Church Denies Gotti A Funeral Mass
Mob boss John Gotti will be buried in a Catholic cemetery alongside his beloved son, but his family was denied permission to hold a funeral Mass for the convicted killer, the Diocese of Brooklyn said Wednesday.
Gotti, responsible for at least five murders during his bloody reign atop the Gambino crime family, will not receive a Mass of Christian burial, said the Rev. Andrew Vaccari, diocesan chancellor.

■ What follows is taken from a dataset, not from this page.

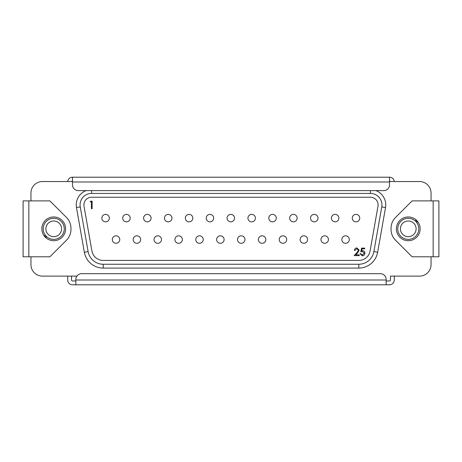 <?xml version="1.0" encoding="UTF-8"?>
<svg xmlns="http://www.w3.org/2000/svg" width="462" height="462" viewBox="0 0 462 462"><rect width="100%" height="100%" fill="white"/><g stroke="black" fill="none" stroke-linecap="round" stroke-linejoin="round"><path stroke-width="0.69" d="M72.488 177.206L389.512 177.206L389.512 184.864A5.74 5.74 0 0 1 383.766 190.61L78.234 190.61A5.74 5.74 0 0 1 72.488 184.864L72.488 177.206A4.787 4.787 0 0 0 67.723 181.554L42.435 181.554A11.486 11.486 0 0 0 30.948 193.041L30.948 200.889L30.948 193.041M431.052 193.041L431.052 200.889L431.052 193.041A11.486 11.486 0 0 0 419.565 181.554L390.361 181.554A0.959 0.959 0 0 0 389.512 181.035M419.565 181.554L394.277 181.554A4.787 4.787 0 0 0 389.512 177.206M72.488 181.035A0.959 0.959 0 0 0 71.639 181.554L42.435 181.554M386.157 280.965L389.512 280.965A0.959 0.959 0 0 0 390.465 280.007L390.465 276.12L419.565 276.12L394.294 276.12L394.294 280.007A4.787 4.787 0 0 1 389.512 284.794L386.157 284.794L386.157 279.435A5.74 5.74 0 0 0 380.417 273.689L81.583 273.689A5.74 5.74 0 0 0 75.843 279.435L75.843 284.794L72.488 284.794A4.787 4.787 0 0 1 67.706 280.007L67.706 276.12L42.435 276.12L76.894 276.12L71.535 276.12L71.535 280.007A0.959 0.959 0 0 0 72.488 280.965L75.843 280.965M75.843 280.007L386.157 280.007L386.157 279.435M386.157 284.794L75.843 284.794M349.307 239.559A3.731 3.731 0 0 0 345.576 235.822A3.731 3.731 0 0 0 341.84 239.559A3.731 3.731 0 0 0 345.576 243.289A3.731 3.731 0 0 0 349.307 239.559A3.731 3.731 0 0 0 345.576 235.822A3.731 3.731 0 0 0 341.84 239.559M328.442 239.559A3.731 3.731 0 0 0 324.711 235.822A3.731 3.731 0 0 0 320.974 239.559A3.731 3.731 0 0 0 324.711 243.289A3.731 3.731 0 0 0 328.442 239.559A3.731 3.731 0 0 0 324.711 235.822A3.731 3.731 0 0 0 320.974 239.559M307.577 239.559A3.731 3.731 0 0 0 303.84 235.822A3.731 3.731 0 0 0 300.109 239.559A3.731 3.731 0 0 0 303.84 243.289A3.731 3.731 0 0 0 307.577 239.559A3.731 3.731 0 0 0 303.84 235.822A3.731 3.731 0 0 0 300.109 239.559M286.706 239.559A3.731 3.731 0 0 0 282.975 235.822A3.731 3.731 0 0 0 279.244 239.559A3.731 3.731 0 0 0 282.975 243.289A3.731 3.731 0 0 0 286.706 239.559A3.731 3.731 0 0 0 282.975 235.822A3.731 3.731 0 0 0 279.244 239.559M265.841 239.559A3.731 3.731 0 0 0 262.11 235.822A3.731 3.731 0 0 0 258.373 239.559A3.731 3.731 0 0 0 262.11 243.289A3.731 3.731 0 0 0 265.841 239.559A3.731 3.731 0 0 0 262.11 235.822A3.731 3.731 0 0 0 258.373 239.559M244.976 239.559A3.731 3.731 0 0 0 241.239 235.822A3.731 3.731 0 0 0 237.508 239.559A3.731 3.731 0 0 0 241.239 243.289A3.731 3.731 0 0 0 244.976 239.559A3.731 3.731 0 0 0 241.239 235.822A3.731 3.731 0 0 0 237.508 239.559M224.11 239.559A3.731 3.731 0 0 0 220.374 235.822A3.731 3.731 0 0 0 216.643 239.559A3.731 3.731 0 0 0 220.374 243.289A3.731 3.731 0 0 0 224.11 239.559A3.731 3.731 0 0 0 220.374 235.822A3.731 3.731 0 0 0 216.643 239.559M203.24 239.559A3.731 3.731 0 0 0 199.509 235.822A3.731 3.731 0 0 0 195.778 239.559A3.731 3.731 0 0 0 199.509 243.289A3.731 3.731 0 0 0 203.24 239.559A3.731 3.731 0 0 0 199.509 235.822A3.731 3.731 0 0 0 195.778 239.559M182.375 239.559A3.731 3.731 0 0 0 178.644 235.822A3.731 3.731 0 0 0 174.907 239.559A3.731 3.731 0 0 0 178.644 243.289A3.731 3.731 0 0 0 182.375 239.559A3.731 3.731 0 0 0 178.644 235.822A3.731 3.731 0 0 0 174.907 239.559M161.509 239.559A3.731 3.731 0 0 0 157.773 235.822A3.731 3.731 0 0 0 154.042 239.559A3.731 3.731 0 0 0 157.773 243.289A3.731 3.731 0 0 0 161.509 239.559A3.731 3.731 0 0 0 157.773 235.822A3.731 3.731 0 0 0 154.042 239.559M140.644 239.559A3.731 3.731 0 0 0 136.908 235.822A3.731 3.731 0 0 0 133.177 239.559A3.731 3.731 0 0 0 136.908 243.289A3.731 3.731 0 0 0 140.644 239.559A3.731 3.731 0 0 1 136.908 243.289A3.731 3.731 0 0 1 133.177 239.559M359.742 218.116A3.731 3.731 0 0 0 356.006 214.385A3.731 3.731 0 0 0 352.275 218.116A3.731 3.731 0 0 0 356.006 221.847A3.731 3.731 0 0 0 359.742 218.116A3.731 3.731 0 0 0 356.006 214.385A3.731 3.731 0 0 0 352.275 218.116M338.877 218.116A3.731 3.731 0 0 0 335.141 214.385A3.731 3.731 0 0 0 331.41 218.116A3.731 3.731 0 0 0 335.141 221.847A3.731 3.731 0 0 0 338.877 218.116A3.731 3.731 0 0 0 335.141 214.385A3.731 3.731 0 0 0 331.41 218.116M318.006 218.116A3.731 3.731 0 0 0 314.276 214.385A3.731 3.731 0 0 0 310.539 218.116A3.731 3.731 0 0 0 314.276 221.847A3.731 3.731 0 0 0 318.006 218.116A3.731 3.731 0 0 0 314.276 214.385A3.731 3.731 0 0 0 310.539 218.116M297.141 218.116A3.731 3.731 0 0 0 293.41 214.385A3.731 3.731 0 0 0 289.674 218.116A3.731 3.731 0 0 0 293.41 221.847A3.731 3.731 0 0 0 297.141 218.116A3.731 3.731 0 0 0 293.41 214.385A3.731 3.731 0 0 0 289.674 218.116M276.276 218.116A3.731 3.731 0 0 0 272.54 214.385A3.731 3.731 0 0 0 268.809 218.116A3.731 3.731 0 0 0 272.54 221.847A3.731 3.731 0 0 0 276.276 218.116A3.731 3.731 0 0 0 272.54 214.385A3.731 3.731 0 0 0 268.809 218.116M255.411 218.116A3.731 3.731 0 0 0 251.675 214.385A3.731 3.731 0 0 0 247.944 218.116A3.731 3.731 0 0 0 251.675 221.847A3.731 3.731 0 0 0 255.411 218.116A3.731 3.731 0 0 0 251.675 214.385A3.731 3.731 0 0 0 247.944 218.116M234.54 218.116A3.731 3.731 0 0 0 230.809 214.385A3.731 3.731 0 0 0 227.073 218.116A3.731 3.731 0 0 0 230.809 221.847A3.731 3.731 0 0 0 234.54 218.116A3.731 3.731 0 0 0 230.809 214.385A3.731 3.731 0 0 0 227.073 218.116M213.675 218.116A3.731 3.731 0 0 0 209.944 214.385A3.731 3.731 0 0 0 206.208 218.116A3.731 3.731 0 0 0 209.944 221.847A3.731 3.731 0 0 0 213.675 218.116A3.731 3.731 0 0 0 209.944 214.385A3.731 3.731 0 0 0 206.208 218.116M192.81 218.116A3.731 3.731 0 0 0 189.073 214.385A3.731 3.731 0 0 0 185.343 218.116A3.731 3.731 0 0 0 189.073 221.847A3.731 3.731 0 0 0 192.81 218.116A3.731 3.731 0 0 0 189.073 214.385A3.731 3.731 0 0 0 185.343 218.116M171.939 218.116A3.731 3.731 0 0 0 168.208 214.385A3.731 3.731 0 0 0 164.478 218.116A3.731 3.731 0 0 0 168.208 221.847A3.731 3.731 0 0 0 171.939 218.116A3.731 3.731 0 0 0 168.208 214.385A3.731 3.731 0 0 0 164.478 218.116M151.074 218.116A3.731 3.731 0 0 0 147.343 214.385A3.731 3.731 0 0 0 143.607 218.116A3.731 3.731 0 0 0 147.343 221.847A3.731 3.731 0 0 0 151.074 218.116A3.731 3.731 0 0 0 147.343 214.385A3.731 3.731 0 0 0 143.607 218.116M130.209 218.116A3.731 3.731 0 0 0 126.478 214.385A3.731 3.731 0 0 0 122.742 218.116A3.731 3.731 0 0 0 126.478 221.847A3.731 3.731 0 0 0 130.209 218.116A3.731 3.731 0 0 1 126.478 221.847A3.731 3.731 0 0 1 122.742 218.116M119.774 239.559A3.731 3.731 0 0 0 116.043 235.822A3.731 3.731 0 0 0 112.312 239.559A3.731 3.731 0 0 0 116.043 243.289A3.731 3.731 0 0 0 119.774 239.559A3.731 3.731 0 0 1 116.043 243.289A3.731 3.731 0 0 1 112.312 239.559M109.344 218.116A3.731 3.731 0 0 0 105.607 214.385A3.731 3.731 0 0 0 101.877 218.116A3.731 3.731 0 0 0 105.607 221.847A3.731 3.731 0 0 0 109.344 218.116A3.731 3.731 0 0 1 105.607 221.847A3.731 3.731 0 0 1 101.877 218.116M91.557 197.251A7.658 7.658 0 0 0 84.015 206.237L91.898 250.93A11.486 11.486 0 0 0 103.205 260.424L358.795 260.424A11.486 11.486 0 0 0 370.102 250.93L377.985 206.237A7.658 7.658 0 0 0 370.443 197.251L91.557 197.251M80.07 204.909A11.486 11.486 0 0 0 80.244 206.901L88.126 251.599A15.315 15.315 0 0 0 103.205 264.252L358.795 264.252A15.315 15.315 0 0 0 373.873 251.599L381.756 206.901A11.486 11.486 0 0 0 370.443 193.422L91.557 193.422A11.486 11.486 0 0 0 80.07 204.909M44.618 235.828A11.486 11.486 0 0 0 46.033 237.364M356.831 248.689L355.087 250.427L354.412 250.427C354.539 248.897 355.353 248.059 356.866 247.915L359.141 250.156L357.617 252.858L355.734 254.868L359.24 254.868L359.24 255.636L354.123 255.636L357.039 252.523L358.466 250.213L356.831 248.689M90.257 201.94L90.702 201.161L92.1 201.161L92.1 208.737L91.424 208.737L91.424 201.94L90.257 201.94M361.555 248.111L364.645 248.111L364.645 248.879L362.081 248.879L361.677 250.86L362.56 250.716C364.056 250.849 364.847 251.669 364.934 253.176C364.813 254.822 363.941 255.705 362.306 255.833L360.008 253.707L360.683 253.707L362.347 255.059L364.258 253.147L362.439 251.49L360.782 251.877L361.555 248.111M30.948 264.634L30.948 256.785L30.948 264.634A11.486 11.486 0 0 0 42.435 276.12M419.565 276.12A11.486 11.486 0 0 0 431.052 264.634L431.052 256.785L431.052 264.634M417.382 221.847A11.486 11.486 0 0 0 415.967 220.31M53.731 216.967A11.868 11.868 0 0 1 65.598 228.834A11.868 11.868 0 0 1 45.767 237.635L45.744 237.653A11.897 11.897 0 0 1 44.323 236.122L44.346 236.099A11.868 11.868 0 0 1 53.731 216.967M45.299 235.146L44.346 236.099M28.84 256.785L49.902 256.785L66.476 240.217A15.315 15.315 0 0 0 70.957 229.383L70.957 228.292A15.315 15.315 0 0 0 66.476 217.458L49.902 200.889L23.1 200.889L23.1 256.785L28.84 256.785L28.84 200.889M45.767 237.635L46.714 236.688M53.731 218.307A10.528 10.528 0 0 0 43.203 228.834A10.528 10.528 0 0 0 53.731 239.368A10.528 10.528 0 0 0 64.258 228.834A10.528 10.528 0 0 0 53.731 218.307M53.731 220.986A7.848 7.848 0 0 0 45.882 228.834A7.848 7.848 0 0 0 53.731 236.688A7.848 7.848 0 0 0 61.579 228.834A7.848 7.848 0 0 0 53.731 220.986M408.269 239.368A10.528 10.528 0 0 0 418.797 228.834A10.528 10.528 0 0 0 408.269 218.307A10.528 10.528 0 0 0 397.742 228.834A10.528 10.528 0 0 0 408.269 239.368M408.269 236.688A7.848 7.848 0 0 0 416.118 228.834A7.848 7.848 0 0 0 408.269 220.986A7.848 7.848 0 0 0 400.421 228.834A7.848 7.848 0 0 0 408.269 236.688M408.269 240.708A11.868 11.868 0 0 1 396.402 228.834A11.868 11.868 0 0 1 416.233 220.039L416.256 220.022A11.897 11.897 0 0 1 417.677 221.552L417.654 221.569A11.868 11.868 0 0 1 408.269 240.708M416.701 222.528L417.654 221.569M433.16 200.889L412.098 200.889L395.524 217.458A15.315 15.315 0 0 0 391.043 228.292L391.043 229.383A15.315 15.315 0 0 0 395.524 240.217L412.098 256.785L438.9 256.785L438.9 200.889L433.16 200.889L433.16 256.785M416.233 220.039L415.286 220.986M72.488 181.993L389.512 181.993M91.557 193.422L91.557 190.61M375.924 190.61A15.315 15.315 0 0 1 385.527 207.565L377.645 252.264A19.144 19.144 0 0 1 358.795 268.081L103.205 268.081A19.144 19.144 0 0 1 84.355 252.264L76.473 207.565A15.315 15.315 0 0 1 86.076 190.61M88.126 251.599L84.355 252.264A19.144 19.144 0 0 0 103.205 268.081L103.205 264.252M370.443 190.61L370.443 193.422M80.244 206.901L76.473 207.565M385.527 207.565L381.756 206.901M358.795 264.252L358.795 268.081A19.144 19.144 0 0 0 377.645 252.264L373.873 251.599"/></g></svg>

Instead, Vaccari said in a one-sentence statement, "there can be a Mass for the dead sometime after the burial of John Gotti."
The decision on the Mass, two days after Gotti died of cancer in a prison hospital, echoed the ruling made by church officials after the Gotti-ordered murder of his Gambino predecessor, Paul Castellano.
Castellano's family received permission for a private Mass after his burial, but was denied a funeral Mass with the body in the church.
Gotti's remains were removed from a Missouri prison on Tuesday for his eventual return to New York and his family, which has been splintered by federal prosecution of the mob. Two of his brothers, his son and his ex-son-in-law were all jailed at the time of his death; another brother and a nephew were under indictment.
Gotti will end up in the family mausoleum that holds his son Frank, who died at 12 when he was struck by a neighbor's car while riding a minibike near his Howard Beach home.
The neighbor, 51-year-old John Favara, disappeared four months after the accident. He was reportedly murdered by Gambino henchmen at the mobster's request, while Gotti and his wife vacationed in Florida.
The mausoleum is inside St. John's Cemetery in Queens, where an assortment of Mafia figures found their final resting spots. Those buried at St. John's include Carlo Gambino, Carmine Galante, Vito Genovese and Charles "Lucky" Luciano.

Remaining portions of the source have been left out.